Hasan Pehlivan, 1930’da (nüfusta 1937) Altınözü İlçesinin Altınkaya (Paslıkaya) Köyünde (şimdi belde) dünyaya geldiğinden, bir ana, bir babadan 5 erkek kardeşin en küçük çocuğu olduğundan, hayatta da kalan tek çocuk olduğundan bahsetmişti. Çiftçi bir ailenin çocuğu oluşundan, besledikleri atlara binişinden, babasının onu, ağır işlere koşmadan, serbest bir şekilde yetiştirerek pehlivanlığa teşvikinden, bundan dolayı da güreşe merak sarışından, akranı olan bütün çocuklara sağladığı üstünlük sebebiyle hemen göze çarpmasından söz etmişti.
Başpehlivanlık zamanında, pek çok pehlivanla sayısız başarılı güreşler çıkartmış olan Hasan Pehlivan’ın özellikle Tumamalı Ahmet pehlivanla yaptığı dillere destan güreşleri belleklerde yer etmişti. Söyleşide, “Benim onyedi yıllık güreş hayatımda 1949-1967 arası Antakya’da yapılan bütün güreşlerde hiç kimseye yıkılmadım.”(?) şeklindeki açıklaması oldukça iddialıydı. Hikmet Fırıldak’la,Hanne ile,Hasan İnce ile yaptığı güreşlerden söz etti.
“Ben mersaha girdikten sonra ‘Dağ’ dediğimiz Yayaladağı kesiminden hiçbir güreşçi, Kuseyr’de yapılan hiçbir mersahı alamamıştır. Bunun yanında Yayladağı güreşlerinde sayısız başpehlivanlıklar aldım.
Hasan Çelik’in bulunduğu Sungur, Şenköy, Kışlak ve Şakşak köylerinde yapılan güreşlerde hiç kimse meydan alamamıştır. Tumamalı Ahmet de Sungur’da güreşmekten imtina etmiştir.” şeklinde özetlediği güreş serüveninin sonunda, Avrupa macerasının başladığını belirtmiştir. (Ayrıntılılı bilgi için, ‘hatay aba güreşi’ kitabımıza bakılabilir)
Hayatında bir çok defa Avrupa ülkelerini gezdiğini söyleyen pehlivan sonunda Fransa’da inşaat sektöründe işini kurmuş ve oraya yerleşmiştir. Dört oğlan bir kızı olan pehlivanın, bütün çocuklarının orada ve evli olduğunu; bir oğlunun, bir Fransızla evli olduğunu ifade etmiştir.
Hasan pehlivan, Fransa’nın Strazburg’a bağlı Bishfiller kazasında ikamet etmektedir.
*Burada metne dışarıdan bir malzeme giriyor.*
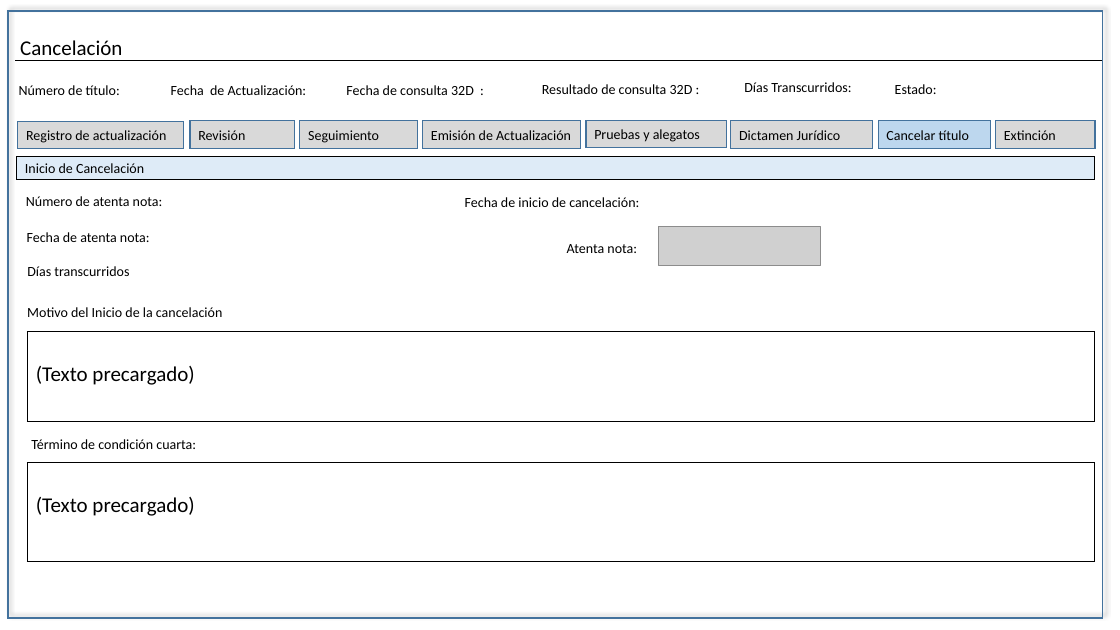
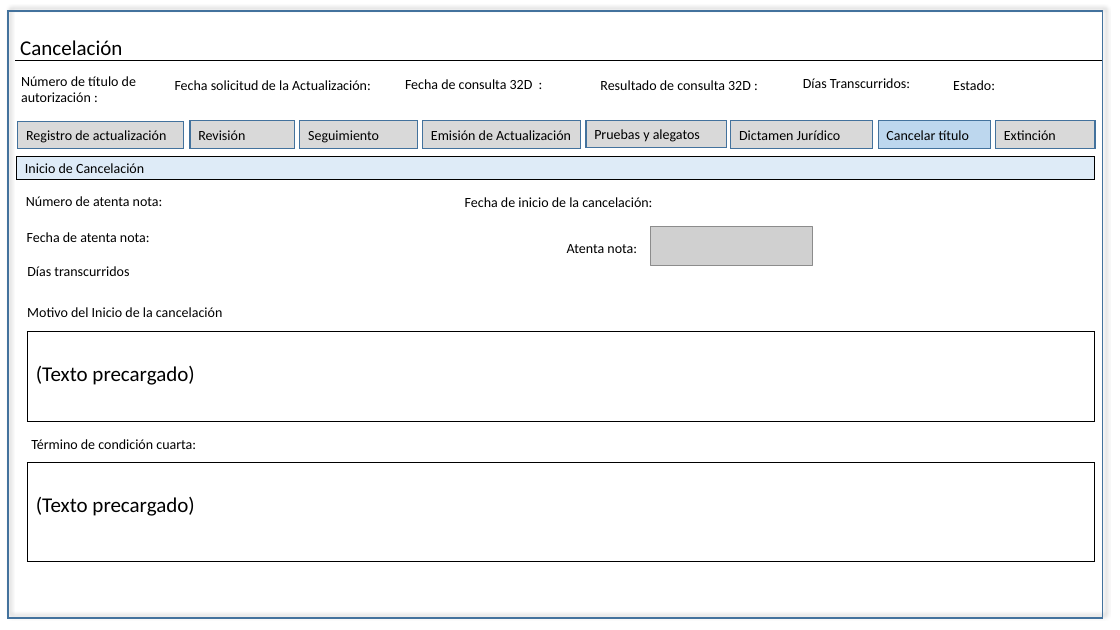
Before and after one commit to EDDIE83/Documentos, a slide deck: slide 3 of TAF 092019/Cancelación.pptx. Drawn at 1120x630 pixels with LibreOffice and Linux fonts; fonts in the diff are those of the drawing; grey boxes stand for pictures. Boxes give left, top, right and bottom in pixels: in the first picture for what was removed or moved away, otherwise in the second. Text is boxed around its words. In the diff, an @@ line names an element or a change of style, - is before the commit and + after.

```diff
--- a/TAF 092019/Cancelación.pptx
+++ b/TAF 092019/Cancelación.pptx
@@ text at <box>21,76,136,102</box>: text changed @@
-Número de título:
+Número de título de autorización :
@@ text at <box>175,80,371,90</box>: text changed @@
-Fecha de Actualización:
+Fecha solicitud de la Actualización:
@@ 4 texts: place and size @@
-4 texts at <box>346,82,937,95</box>
+4 texts at <box>405,78,995,90</box>
@@ text at <box>465,197,652,207</box>: text changed @@
-Fecha de inicio de cancelación:
+Fecha de inicio de la cancelación:
@@ picture: place and size @@
-picture at <box>658,227,820,266</box>
+picture at <box>650,227,812,266</box>
```
Also in this commit, not shown: 14 other slides changed, 3 other files.

Fransa’da emekli olmuştur. Zaman zaman kendi memleketine gelmektedir.
Hatay Aba Güreşi kitabımızda yer verdiğimiz bu söyleşi, bu şekilde bitmişti. Yukarıda okuduğumuz haberle bu değerli başpehlivanımızı ebedi yolculuğuna uğurlamış olmanın üzüntüsünü yaşadık. Cenab-ı Allah’tan rahmet, ailesine ve tüm Hatay Aba Güreşi severlerine başsağlığı diliyoruz.